Set isomorphism of smooth varieties implies isomorphism as varieties Let $X,Y$ be smooth irreducible algebraic varieties over $\mathbb{C}$, let $\pi: X \to Y$ be a morphism which is injective and surjective on closed points of $X,Y$. Then how to show $\pi$ is an isomorphism of $X,Y$ as varieties? 
This result is not true if $X,Y$ are not smooth. One can consider the example $\mathbb{P}^1 \to C$, where $C$ is a plane curve defined by $y^2-x^3=0$, because the map $t \mapsto (t^2,t^3)$ satisfies the condition, but $\mathbb{P}^1$ cannot isomporhic to $C$ which is singular at origin. 
 A: One way to prove this is to show that for each closed point $x\in X$ the differential $T_\pi(x):T_xX\rightarrow T_{\pi(x)}Y$ is surjective, that is $\pi$ is a smooth morphism.
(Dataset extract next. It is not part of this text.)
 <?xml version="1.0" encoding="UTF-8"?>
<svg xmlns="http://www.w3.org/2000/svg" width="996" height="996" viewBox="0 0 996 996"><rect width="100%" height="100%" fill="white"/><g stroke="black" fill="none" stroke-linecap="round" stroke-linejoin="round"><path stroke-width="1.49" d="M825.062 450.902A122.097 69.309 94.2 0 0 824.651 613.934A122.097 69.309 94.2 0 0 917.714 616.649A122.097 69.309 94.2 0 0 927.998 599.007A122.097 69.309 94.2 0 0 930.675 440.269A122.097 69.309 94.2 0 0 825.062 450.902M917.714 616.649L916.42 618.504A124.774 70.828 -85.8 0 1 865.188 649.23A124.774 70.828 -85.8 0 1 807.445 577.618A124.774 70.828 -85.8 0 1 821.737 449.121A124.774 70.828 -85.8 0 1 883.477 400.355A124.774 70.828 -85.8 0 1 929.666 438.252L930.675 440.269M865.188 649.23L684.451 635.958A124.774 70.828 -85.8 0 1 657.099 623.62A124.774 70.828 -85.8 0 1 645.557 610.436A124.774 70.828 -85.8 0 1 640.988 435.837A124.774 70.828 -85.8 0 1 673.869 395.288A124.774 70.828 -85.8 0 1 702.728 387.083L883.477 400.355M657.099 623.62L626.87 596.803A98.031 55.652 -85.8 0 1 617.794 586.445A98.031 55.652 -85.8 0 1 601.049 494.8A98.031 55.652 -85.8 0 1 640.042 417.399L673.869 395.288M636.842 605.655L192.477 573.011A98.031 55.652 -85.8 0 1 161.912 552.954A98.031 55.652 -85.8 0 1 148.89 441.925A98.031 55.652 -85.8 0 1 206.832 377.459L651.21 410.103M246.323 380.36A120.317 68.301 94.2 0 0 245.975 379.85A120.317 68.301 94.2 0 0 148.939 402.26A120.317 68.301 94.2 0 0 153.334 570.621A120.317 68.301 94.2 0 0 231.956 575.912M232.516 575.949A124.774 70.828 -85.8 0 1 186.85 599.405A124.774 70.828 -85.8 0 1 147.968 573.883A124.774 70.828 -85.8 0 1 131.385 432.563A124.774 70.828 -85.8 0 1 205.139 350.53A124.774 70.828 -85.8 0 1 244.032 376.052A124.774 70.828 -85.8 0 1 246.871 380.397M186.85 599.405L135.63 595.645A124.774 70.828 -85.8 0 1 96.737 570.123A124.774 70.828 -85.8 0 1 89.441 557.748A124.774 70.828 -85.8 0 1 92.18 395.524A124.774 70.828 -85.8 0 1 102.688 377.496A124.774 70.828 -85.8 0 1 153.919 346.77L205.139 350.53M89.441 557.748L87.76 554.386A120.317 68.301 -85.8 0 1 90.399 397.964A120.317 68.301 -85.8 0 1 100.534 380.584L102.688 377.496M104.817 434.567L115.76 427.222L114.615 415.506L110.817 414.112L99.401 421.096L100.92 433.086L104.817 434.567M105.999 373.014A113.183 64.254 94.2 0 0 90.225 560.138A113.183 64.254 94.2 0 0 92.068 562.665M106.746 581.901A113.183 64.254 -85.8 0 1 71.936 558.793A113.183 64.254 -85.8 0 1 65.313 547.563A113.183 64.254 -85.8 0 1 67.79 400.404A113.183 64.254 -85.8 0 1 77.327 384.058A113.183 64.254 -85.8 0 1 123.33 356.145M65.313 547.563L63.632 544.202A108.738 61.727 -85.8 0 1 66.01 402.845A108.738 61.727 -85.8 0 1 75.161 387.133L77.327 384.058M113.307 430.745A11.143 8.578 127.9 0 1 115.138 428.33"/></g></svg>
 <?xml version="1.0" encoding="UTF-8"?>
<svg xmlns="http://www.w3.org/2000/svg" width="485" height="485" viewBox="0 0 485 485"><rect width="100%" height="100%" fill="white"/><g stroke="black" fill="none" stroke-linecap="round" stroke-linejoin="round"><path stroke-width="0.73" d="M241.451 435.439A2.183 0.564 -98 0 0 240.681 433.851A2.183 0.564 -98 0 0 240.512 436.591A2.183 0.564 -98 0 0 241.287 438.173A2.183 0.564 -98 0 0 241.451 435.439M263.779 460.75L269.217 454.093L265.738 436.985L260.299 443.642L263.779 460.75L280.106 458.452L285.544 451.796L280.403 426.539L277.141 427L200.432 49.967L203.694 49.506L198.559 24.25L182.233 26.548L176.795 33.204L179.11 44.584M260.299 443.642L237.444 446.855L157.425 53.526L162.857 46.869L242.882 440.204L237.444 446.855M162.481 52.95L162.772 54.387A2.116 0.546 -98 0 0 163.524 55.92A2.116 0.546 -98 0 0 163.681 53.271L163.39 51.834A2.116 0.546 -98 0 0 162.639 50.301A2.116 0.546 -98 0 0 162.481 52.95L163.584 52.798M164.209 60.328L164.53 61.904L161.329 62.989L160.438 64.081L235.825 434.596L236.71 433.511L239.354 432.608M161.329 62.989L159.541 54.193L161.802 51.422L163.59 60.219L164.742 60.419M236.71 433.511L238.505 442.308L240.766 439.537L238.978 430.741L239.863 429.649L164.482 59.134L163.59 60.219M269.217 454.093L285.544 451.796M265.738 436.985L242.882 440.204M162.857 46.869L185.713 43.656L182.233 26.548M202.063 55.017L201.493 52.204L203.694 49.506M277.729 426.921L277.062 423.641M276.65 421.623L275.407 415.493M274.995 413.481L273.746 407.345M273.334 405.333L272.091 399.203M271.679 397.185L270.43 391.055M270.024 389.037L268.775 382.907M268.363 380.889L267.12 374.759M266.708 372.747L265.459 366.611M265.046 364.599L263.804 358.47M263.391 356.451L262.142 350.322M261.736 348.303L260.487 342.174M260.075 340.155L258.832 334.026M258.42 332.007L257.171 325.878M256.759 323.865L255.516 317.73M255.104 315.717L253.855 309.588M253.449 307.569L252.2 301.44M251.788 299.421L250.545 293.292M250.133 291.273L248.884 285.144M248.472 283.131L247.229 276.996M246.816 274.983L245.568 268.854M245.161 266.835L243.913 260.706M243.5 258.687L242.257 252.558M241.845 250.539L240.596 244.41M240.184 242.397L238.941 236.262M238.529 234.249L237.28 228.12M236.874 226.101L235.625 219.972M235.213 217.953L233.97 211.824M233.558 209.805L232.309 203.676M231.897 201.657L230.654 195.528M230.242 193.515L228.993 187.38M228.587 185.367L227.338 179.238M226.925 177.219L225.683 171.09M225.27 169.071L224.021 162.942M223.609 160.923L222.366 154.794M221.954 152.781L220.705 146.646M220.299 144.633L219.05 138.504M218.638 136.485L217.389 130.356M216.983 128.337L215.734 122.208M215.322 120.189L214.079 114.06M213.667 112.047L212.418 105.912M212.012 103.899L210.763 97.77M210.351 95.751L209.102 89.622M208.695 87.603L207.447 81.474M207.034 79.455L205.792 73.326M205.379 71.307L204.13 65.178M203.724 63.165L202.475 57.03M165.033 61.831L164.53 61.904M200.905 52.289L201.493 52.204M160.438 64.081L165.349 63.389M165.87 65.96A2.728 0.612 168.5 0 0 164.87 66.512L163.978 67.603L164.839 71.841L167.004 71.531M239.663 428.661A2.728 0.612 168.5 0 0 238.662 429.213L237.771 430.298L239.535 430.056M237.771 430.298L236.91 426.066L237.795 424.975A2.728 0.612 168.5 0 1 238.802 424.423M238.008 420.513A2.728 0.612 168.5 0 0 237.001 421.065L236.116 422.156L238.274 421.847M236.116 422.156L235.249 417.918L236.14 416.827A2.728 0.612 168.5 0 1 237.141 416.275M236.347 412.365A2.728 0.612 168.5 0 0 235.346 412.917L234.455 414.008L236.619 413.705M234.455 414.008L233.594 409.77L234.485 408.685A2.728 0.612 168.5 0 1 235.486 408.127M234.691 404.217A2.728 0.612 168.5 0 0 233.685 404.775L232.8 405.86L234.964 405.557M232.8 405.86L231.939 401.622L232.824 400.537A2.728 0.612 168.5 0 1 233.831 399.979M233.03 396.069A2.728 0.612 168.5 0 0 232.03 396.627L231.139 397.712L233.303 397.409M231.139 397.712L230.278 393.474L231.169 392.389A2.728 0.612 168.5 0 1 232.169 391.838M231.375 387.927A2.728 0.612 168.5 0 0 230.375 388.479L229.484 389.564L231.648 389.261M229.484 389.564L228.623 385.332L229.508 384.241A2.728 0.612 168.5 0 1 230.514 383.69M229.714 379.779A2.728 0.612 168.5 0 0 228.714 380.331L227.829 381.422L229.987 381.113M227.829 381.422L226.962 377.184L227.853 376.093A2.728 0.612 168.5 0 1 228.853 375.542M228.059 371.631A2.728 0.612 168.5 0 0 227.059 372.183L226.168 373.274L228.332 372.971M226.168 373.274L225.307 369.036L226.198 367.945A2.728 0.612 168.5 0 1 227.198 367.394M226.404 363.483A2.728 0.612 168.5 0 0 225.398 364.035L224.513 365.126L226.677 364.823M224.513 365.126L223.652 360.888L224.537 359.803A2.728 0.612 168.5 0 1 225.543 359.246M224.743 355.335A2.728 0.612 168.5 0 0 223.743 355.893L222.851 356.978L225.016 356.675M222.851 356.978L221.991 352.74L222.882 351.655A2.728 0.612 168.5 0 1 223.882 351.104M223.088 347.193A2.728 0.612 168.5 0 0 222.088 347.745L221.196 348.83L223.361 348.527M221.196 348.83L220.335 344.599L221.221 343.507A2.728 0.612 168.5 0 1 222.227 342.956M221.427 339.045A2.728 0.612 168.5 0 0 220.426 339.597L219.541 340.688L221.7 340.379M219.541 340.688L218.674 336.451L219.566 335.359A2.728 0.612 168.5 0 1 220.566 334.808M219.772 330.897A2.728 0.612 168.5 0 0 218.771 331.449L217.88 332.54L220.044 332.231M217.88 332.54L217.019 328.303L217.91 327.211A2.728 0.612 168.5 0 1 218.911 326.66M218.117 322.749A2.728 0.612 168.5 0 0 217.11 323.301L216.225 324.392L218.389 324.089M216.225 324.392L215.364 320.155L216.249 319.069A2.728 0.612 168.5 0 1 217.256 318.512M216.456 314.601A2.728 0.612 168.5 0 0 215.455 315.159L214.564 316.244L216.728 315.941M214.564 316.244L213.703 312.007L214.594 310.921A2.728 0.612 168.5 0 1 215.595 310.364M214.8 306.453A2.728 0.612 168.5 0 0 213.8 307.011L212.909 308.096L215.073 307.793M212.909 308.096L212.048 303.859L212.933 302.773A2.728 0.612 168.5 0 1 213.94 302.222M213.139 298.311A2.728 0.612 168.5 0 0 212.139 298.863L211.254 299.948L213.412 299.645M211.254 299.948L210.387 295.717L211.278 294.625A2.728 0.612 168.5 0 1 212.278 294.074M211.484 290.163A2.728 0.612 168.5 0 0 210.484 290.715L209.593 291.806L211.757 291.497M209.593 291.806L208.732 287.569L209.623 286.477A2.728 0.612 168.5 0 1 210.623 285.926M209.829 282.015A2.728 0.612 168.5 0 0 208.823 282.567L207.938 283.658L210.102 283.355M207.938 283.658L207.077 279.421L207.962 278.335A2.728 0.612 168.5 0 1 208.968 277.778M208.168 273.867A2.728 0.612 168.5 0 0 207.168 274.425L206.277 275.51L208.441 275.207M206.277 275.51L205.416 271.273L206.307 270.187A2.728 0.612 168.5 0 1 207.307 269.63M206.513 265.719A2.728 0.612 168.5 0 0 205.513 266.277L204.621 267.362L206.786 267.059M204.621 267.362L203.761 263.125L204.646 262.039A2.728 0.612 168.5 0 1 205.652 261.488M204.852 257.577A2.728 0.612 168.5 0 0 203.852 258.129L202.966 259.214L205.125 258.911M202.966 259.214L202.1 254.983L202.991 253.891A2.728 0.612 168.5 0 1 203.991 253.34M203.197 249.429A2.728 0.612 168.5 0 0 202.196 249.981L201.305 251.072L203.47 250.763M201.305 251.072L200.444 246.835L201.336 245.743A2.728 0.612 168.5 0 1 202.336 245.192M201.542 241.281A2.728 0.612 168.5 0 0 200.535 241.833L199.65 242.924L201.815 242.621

Let $\pi:X\rightarrow Y$ be a morphism or relative dimension $r$ of smooth varieties over an algebraically closed field. Assume that the relative cotangent sheaf $\Omega_{X/Y}$ is locally free of rank $r$ on $X$. We have an exact sequence
$$\pi^{*}\Omega_{Y}\rightarrow\Omega_{X}\rightarrow\Omega_{X/Y}\mapsto 0.$$
Let $k(x)$ be the residue field at a closed point $x$. Tensorizing we get
$$\pi^{*}\Omega_{Y}\otimes k(x)\rightarrow\Omega_{X}\otimes k(x)\rightarrow\Omega_{X/Y}\otimes k(x)\mapsto 0.$$
Since $X$ and $Y$ are smooth and $\Omega_{X/Y}$ is locally free of rank $r$ these three vector spaces are of dimension $dim(Y),dim(X),r$ respectively. So the first map is injective and we have 
$$0\mapsto\pi^{*}\Omega_{Y}\otimes k(x)\rightarrow\Omega_{X}\otimes k(x)\rightarrow\Omega_{X/Y}\otimes k(x)\mapsto 0.$$
For any closed point $x\in X$ we have $k(x)\cong k$. Therefore we can identify the injective map $\pi^{*}\Omega_{Y}\otimes k\rightarrow\Omega_{X}\otimes k$ with the map between the cotangent spaces $\mathfrak{m}_y/\mathfrak{m}^2_y\rightarrow\mathfrak{m}_x/\mathfrak{m}^2_x$ where $y = \pi(x)$. Dualizing we have that the differential $T_\pi(x):T_xX\rightarrow T_yY$ is surjective. Therefore $\pi$ is a smooth morphism.
In particular, if any fiber of $\pi$ is just one point, then $\Omega_{X/Y}$ is locally free of rank $r = 0$ and $\pi$ is a smooth morphism of relative dimension zero. Finally, since $\pi$ is surjective it is an isomorphism.